Hello.
I will be around for the next hour if anyone wants to talk. I don’t mind what it is, I just want to listen and advise. No judgement.
<3
I will refresh page every 5 mins.
I don’t have any magic solution or words of wisdom to save anyone.
All I know is I wanted to die. And now I want to live. It is possible. please don’t forget that.
SA
10 comments
I just don’t want to feel this empty anymore.
No it’s not…
Really? You can see into the future can you? Cool, can you tell me the lottery numbers for next week, I am thinking of redecorating my place. 🙂
I can’teven begin to explain my situation…if my therapist and other professionals thought my case is hopeless…

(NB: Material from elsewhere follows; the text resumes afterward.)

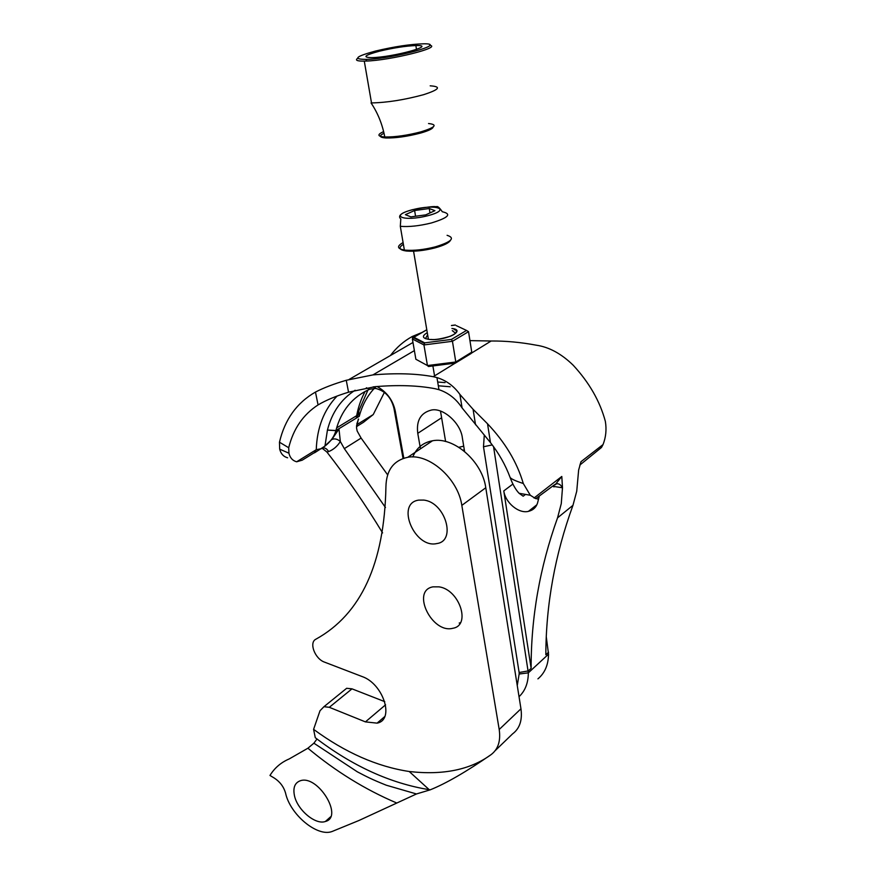 <?xml version="1.0" encoding="UTF-8"?>
<svg xmlns="http://www.w3.org/2000/svg" width="876" height="876" viewBox="0 0 876 876"><rect width="100%" height="100%" fill="white"/><g stroke="black" fill="none" stroke-linecap="round" stroke-linejoin="round"><path stroke-width="1.31" d="M460.415 622.748L459.199 623.044M450.45 240.32C449.06 242.904 443.88 245.444 434.912 247.919C424.214 250.602 414.808 251.642 406.727 251.051C399.084 250.032 397.978 247.777 403.387 244.294M403.091 242.564C396.642 246.222 397.069 248.718 404.362 250.032L405.588 250.175C414.074 250.799 423.951 249.704 435.197 246.89C451.556 241.853 455.52 237.987 447.099 235.316M425.747 214.872L434.923 210.667L429.273 208.521L414.611 210.514L405.391 214.664L410.866 216.876L425.747 214.872M415.563 216.241L414.611 210.514M429.985 212.934L429.273 208.521M455.268 363.047L455.794 361.985L452.443 341.29L451.436 339.417L466.536 330.438L468.54 331.675L452.443 341.29L423.94 344.947L412.366 338.946L415.87 359.248L427.444 365.555L455.794 361.985L471.748 352.163L471.2 353.433L455.75 362.872M412.366 338.946L413.855 337.26L424.729 342.855L423.94 344.947L427.444 365.555L428.484 366.496L455.432 363.102M468.54 331.675L471.748 352.163M466.536 330.438L456.254 325.609M383.611 131.586C377.074 134.586 377.392 136.393 384.564 136.984L384.783 136.995C395.229 137.127 407.34 135.386 421.126 131.794C435.416 127.327 437.89 124.578 428.539 123.538M430.182 85.826C441.679 86.582 439.478 89.538 423.59 94.685C404.471 99.853 387.104 102.602 371.512 102.93L371.041 102.919C377.83 113.026 382.418 124.381 384.783 136.995M433.149 126.965C432.908 128.673 428.736 130.71 420.644 133.053C407.373 136.514 395.766 138.167 385.823 137.981C379.33 137.466 378.717 135.889 384.006 133.229M379.494 51.18C393.401 47.862 405.522 45.99 415.87 45.552C438.46 44.807 392.481 57.466 371.512 57.641C362.007 57.356 364.668 55.199 379.494 51.18M375.432 51.071C355.382 56.546 352.459 59.316 366.683 59.404C394.353 58.572 448.983 43.471 423.885 43.8C410.691 44.128 394.539 46.548 375.432 51.071M429.7 45.267C442.676 47.337 390.302 60.433 365.927 61.068L364.285 61.123C357.145 61.189 354.922 60.269 357.605 58.363M412.804 456.965C416.483 447.921 423.053 442.522 432.514 440.77C453.68 436.434 482.326 461.411 485.775 487.746L520.957 708.804C522.501 720.182 519.698 728.547 512.548 733.891L495.225 750.612M343.151 691.131L346.655 688.295L351.999 688.843L384.761 701.654M438.985 586.843C459.407 589.504 471.31 625.387 452.936 628.256C431.945 634.093 410.8 590.577 432.974 586.854L438.985 586.843M423.579 500.076C445.15 501.959 456.834 541.138 436.817 543.558C414.6 548.88 395.35 503.207 418.706 500.119L423.579 500.076M499.2 729.489C500.853 740.997 498.105 749.407 490.954 754.729C470.335 769.774 443.092 775.37 409.223 771.504C377.052 766.61 345.177 752.561 313.597 729.358L320.014 710.732L323.945 706.702L329.31 707.304L365.434 721.89L377.085 723.138C394.923 719.941 383.414 683.674 361.985 676.502L324.569 662.147C314.944 658.927 308.713 642.524 315.897 639.195C361.054 614.218 384.4 563.432 385.922 486.848C386.283 470.226 393.576 460.371 407.778 457.283C429.032 453.067 458.104 478.668 461.827 505.386L499.2 729.489L520.957 708.804M490.954 754.729C466.251 771.789 446.015 783.483 430.236 789.823L429.196 789.67C390.4 783.374 352.426 766.051 315.272 737.691L313.597 729.358M430.236 789.823L416.472 793.963L358.897 820.516L331.938 831.554C317.09 837.117 290.033 814.395 285.554 793.043C283.758 786.834 280.046 781.863 274.418 778.14L269.972 775.457C274.56 767.956 280.988 762.438 289.255 758.912L307.914 748.213L313.893 743.187L316.992 739.005M294.456 795.649C292.858 787.743 294.807 782.783 300.293 780.768C317.758 774.395 343.95 817.012 325.368 821.491C315.47 825.181 297.347 809.906 294.456 795.649M358.591 419.013L356.85 423.831M358.229 419.473L356.521 427.773L357.167 431.025L361.109 438.088L344.334 448.632L340.337 441.493L339.012 429.24L335.782 431.222L335.902 430.543L359.259 416.33M357.309 417.458L358.744 411.019L367.975 389.984M356.565 425.725L357.616 422.429M384.378 392.382L373.242 414.556L363.441 422.331L356.51 426.612M539.145 496.747L537.535 503.021C536.123 507.434 533.101 510.215 528.458 511.354C518.68 513.96 505.255 502.572 503.788 490.899L531.13 668.322C530.976 617.602 539.78 567.44 557.552 517.836L572.959 505.342L576.737 491.217L578.642 470.029L581.007 461.685L603.027 444.581C605.918 437.266 606.696 429.536 605.36 421.389C599.983 401.317 589.263 382.593 573.189 365.215C561.385 353.729 549.099 347.049 536.32 345.199C520.837 342.286 505.78 340.884 491.14 341.005L469.941 340.622M603.027 444.581L601.483 447.472L579.978 464.937M287.613 457.798C283.517 456.67 280.878 453.79 279.685 449.147L279.466 442.216C284.81 419.495 296.811 402.774 315.47 392.065C323.583 387.849 333.844 383.918 346.25 380.283L372.935 374.906C396.105 372.946 416.199 373.537 433.226 376.691L436.949 377.578C446.311 380.469 453.954 386.086 459.9 394.419L473.073 409.3L487.538 423.787C505.134 442.336 517.048 462.232 523.29 483.497L530.308 495.258L535.729 498.652L554.858 484.505M555.494 484.329L561.79 476.456L534.031 498.017M561.812 476.599L562.491 487.757L561.275 503.59L557.552 517.836M322.839 447.844L331.807 439.522C334.522 438.285 337.359 438.942 340.337 441.493C337.38 446.267 333.471 449.64 328.61 451.6L326.89 452.016L322.226 448.293M326.89 452.016C347.016 477.869 365.588 504.839 382.593 532.915M422.155 332.398L412.289 336.483C403.759 341.158 396.467 347.509 390.422 355.525M315.579 451.906L302.209 460.185L296.646 461.794C292.595 460.666 290.022 457.809 288.938 453.21L288.708 447.735L279.466 442.216M459.9 394.419L462.09 407.931C456.199 398.941 448.501 392.864 438.975 389.689L435.262 388.747C418.268 385.462 398.219 384.772 375.114 386.677L348.549 392.196L346.25 380.283M315.47 392.065L318.065 404.92C325.938 400.233 336.099 395.996 348.549 392.196M318.065 404.92C303.129 414.611 293.34 428.879 288.708 447.735M462.09 407.931L490.461 442.61C498.871 453.341 505.397 464.871 510.018 477.201C512.624 484.308 515.635 489.673 519.074 493.287L523.18 496.199L525.501 494.414M385.462 507.511L344.334 448.632M314.812 452.651L324.963 446.092C330.46 441.789 334.052 436.828 335.727 431.233L335.782 431.222M387.63 474.847L361.109 438.088M537.93 678.856C544.806 673.118 548.343 664.884 548.54 654.153L546.306 637.071M493.56 446.694L528.337 672.845C528.25 683.017 525.14 690.956 519.03 696.694M548.551 652.237L545.836 654.744C545.978 604.407 555.012 554.607 572.959 505.342M538.598 499.189L536.659 498.751M548.54 654.153L528.337 672.845L519.139 674.027L519.129 672.505L528.337 670.907L531.13 668.322M523.29 483.497C515 480.804 510.577 478.701 510.018 477.201M420.48 448.797L417.764 433.335C416.188 420.677 420.644 412.935 431.123 410.132C442.676 407.066 460.842 423.009 462.386 438.055L464.576 451.447M355.13 390.247C341.158 399.182 331.927 412.443 327.438 430.039L324.963 446.092M403.037 458.455L393.926 408.183C391.211 397.584 385.309 391.046 376.22 388.572L373.975 386.776M519.139 674.027L517.256 685.58M358.744 411.019L359.269 416.253C362.193 405.325 367.197 396.04 374.293 388.386M377.074 386.513C386.929 392.065 393.006 400.299 395.306 411.205L403.803 458.203M519.129 672.505L483.486 446.771L484.297 435.022M373.176 386.853L375.278 388.451L369.672 389.24C352.36 396.992 341.114 410.756 335.902 430.543L327.438 430.039M369.672 389.24L366.365 387.783M327.416 430.116L335.88 430.62L335.727 431.233M375.278 388.451L376.22 388.572M331.807 439.522L338.563 429.634M552.581 486.279L562.491 487.757C560.717 484.669 558.68 483.355 556.402 483.837M445.49 440.803L444.844 441.307M458.849 447.297L463.711 446.169M431.32 222.986C419.177 225.953 408.84 227.059 400.31 226.315L400.814 219.044C401.558 219.142 393.138 214.751 412.465 209.682C426.962 206.999 434.879 206.046 436.248 206.845C437.321 205.761 439.336 207.393 442.292 211.74C452.125 214.007 448.468 217.752 431.32 222.986M412.585 209.725C388.539 215.77 403.332 222.033 427.871 215.693C452.202 209.386 436.117 203.571 412.585 209.725M451.928 328.467C466.689 330.11 446.278 340.775 430.39 339.549C422.287 338.607 421.246 336.318 427.28 332.661M455.126 325.084L451.458 325.565M426.809 329.814L413.855 337.26M424.729 342.855L451.436 339.417M455.608 333.285L452.279 330.624M427.641 334.818L425.44 338.662M351.999 688.843L329.31 707.304M385.571 704.819L365.434 721.89M485.775 487.746L461.827 505.386M396.587 802.942C365.193 789.583 335.628 771.34 307.914 748.213M433.226 376.691L455.235 363.124M471.529 353.094L491.14 341.005M335.147 434.584L334.293 435.109M356.171 415.98L336.636 427.904M372.935 374.906L414.381 350.608M314.375 452.87L316.258 449.706L296.646 461.794M373.242 414.556L356.959 424.597M412.289 336.483L412.552 338.037M337.041 396.105C323.945 409.782 317.013 427.641 316.258 449.706L321.788 448.589M445.063 382.604L437.693 382.024M490.461 442.61L487.538 423.787M581.007 461.685L579.77 465.616M441.613 417.753L417.764 433.335M450.209 386.754L438.318 385.79M503.788 490.899L512.92 484.045M395.306 411.205L393.926 408.183M492.235 444.899L483.486 446.771M328.61 451.6C327.022 448.851 325.062 447.625 322.718 447.943M553.906 486.946L554.103 485.085M445.61 441.493L440.497 411.118M434.562 375.87L432.886 365.938M428.408 339.362L413.571 251.204M404.362 250.032L400.31 226.315M464.291 449.749L462.999 450.198M406.727 251.051L405.588 250.175M454.206 329.77C454.819 329.091 460.656 332.004 450.264 336.285C433.981 341.049 431.222 339.1 430.839 339.483L429.503 339.483M451.447 325.5L455.312 324.996M424.269 343.326L413.056 337.545M413.614 337.315L426.787 329.726M415.87 45.552L416.483 49.45M364.285 61.123L371.512 102.93M385.823 137.981L384.564 136.984M366.683 59.404L365.927 61.068M346.655 688.295L323.945 706.702M384.739 716.579L377.085 723.138M432.514 440.77L407.778 457.283M330.602 816.804L325.368 821.491M313.893 743.187L357.288 771.789C366.726 776.727 371.665 779.366 386.327 785.225L416.472 793.963M409.223 771.504L429.196 789.67M365.172 391.364C360.77 399.445 357.791 408.358 356.247 418.104M418.148 339.472L417.513 339.844M412.979 342.472L349.163 379.418M438.975 389.689L436.949 377.589M288.938 453.21L279.685 449.147M475.537 424.783L473.073 409.3M519.074 493.287L530.308 495.258M536.857 504.762L528.447 511.354M322.499 448.096L323.178 448.819M555.231 484.778L556.096 484.034"/></g></svg>

Hmmm, sounds interesting. I once starting making a an old 8000 piece puzzle jigsaw I found in my parents room and after nearly a year and a half of touching at it every day I realized, there was a piece missing. For years I googled and wandered into every toy and puzzle shop I ever encountered to find that same puzzle.
That took another 5 years. But I found it. and I finished that Jigsaw. Boom!
They sound like very bad therapists if they said you were hopeless. Very bad indeed. Why dont you start with something simple. Cant cure you in a day after all. Whats on your mind right now?
Of course we can see into the future. We just can’t see EVERYTHING in the future. Hell, we can’t even see “everything” right now!
But yeah, if you know what to look for and how to interpret what is observable, you damn sure can “see into the future.” But to demand someone see something like “lotto numbers,” which are intentionally as randomized as possible (supposedly), in order to validate /any/ foresight at all, is just ridiculous.
Here’s an example: ask a person whose spinal cord has been severed if they will ever walk again “in the future.” The answer is obviously “no,” and it’s because we understand things “now” which have near-certain implications for any possible future.
If you kill someone, can you “see into the future” that they will Always be dead? Can you “see into the future” that dead people (truly, fully, completely dead people, not anomaly fringe cases where people are clinically without vital signs, but soon awaken…) never come back? I can.
“Call me psychic!”
I can see that dead people stay dead, and alive people eventually become dead. I can see that if i have no money, i cannot buy anything.
If you understand cause and effect and the human condition to any significant degree, then you can certainly “see into the future.” It’s just that the farther ahead you try to look, and the more details you try to pin-down, the less accurate foresight becomes, because there are too many variables which can have widespread and extended impacts. So who knows? I could say the right thing to the right person, and be filthy rich tomorrow… right? lol, no. There is no observable cause that can possibly lead to producing that effect, so i can rule it out. We can observe lots of things which tell us what we should reasonably expect, even if we can’t know all the details until it happens.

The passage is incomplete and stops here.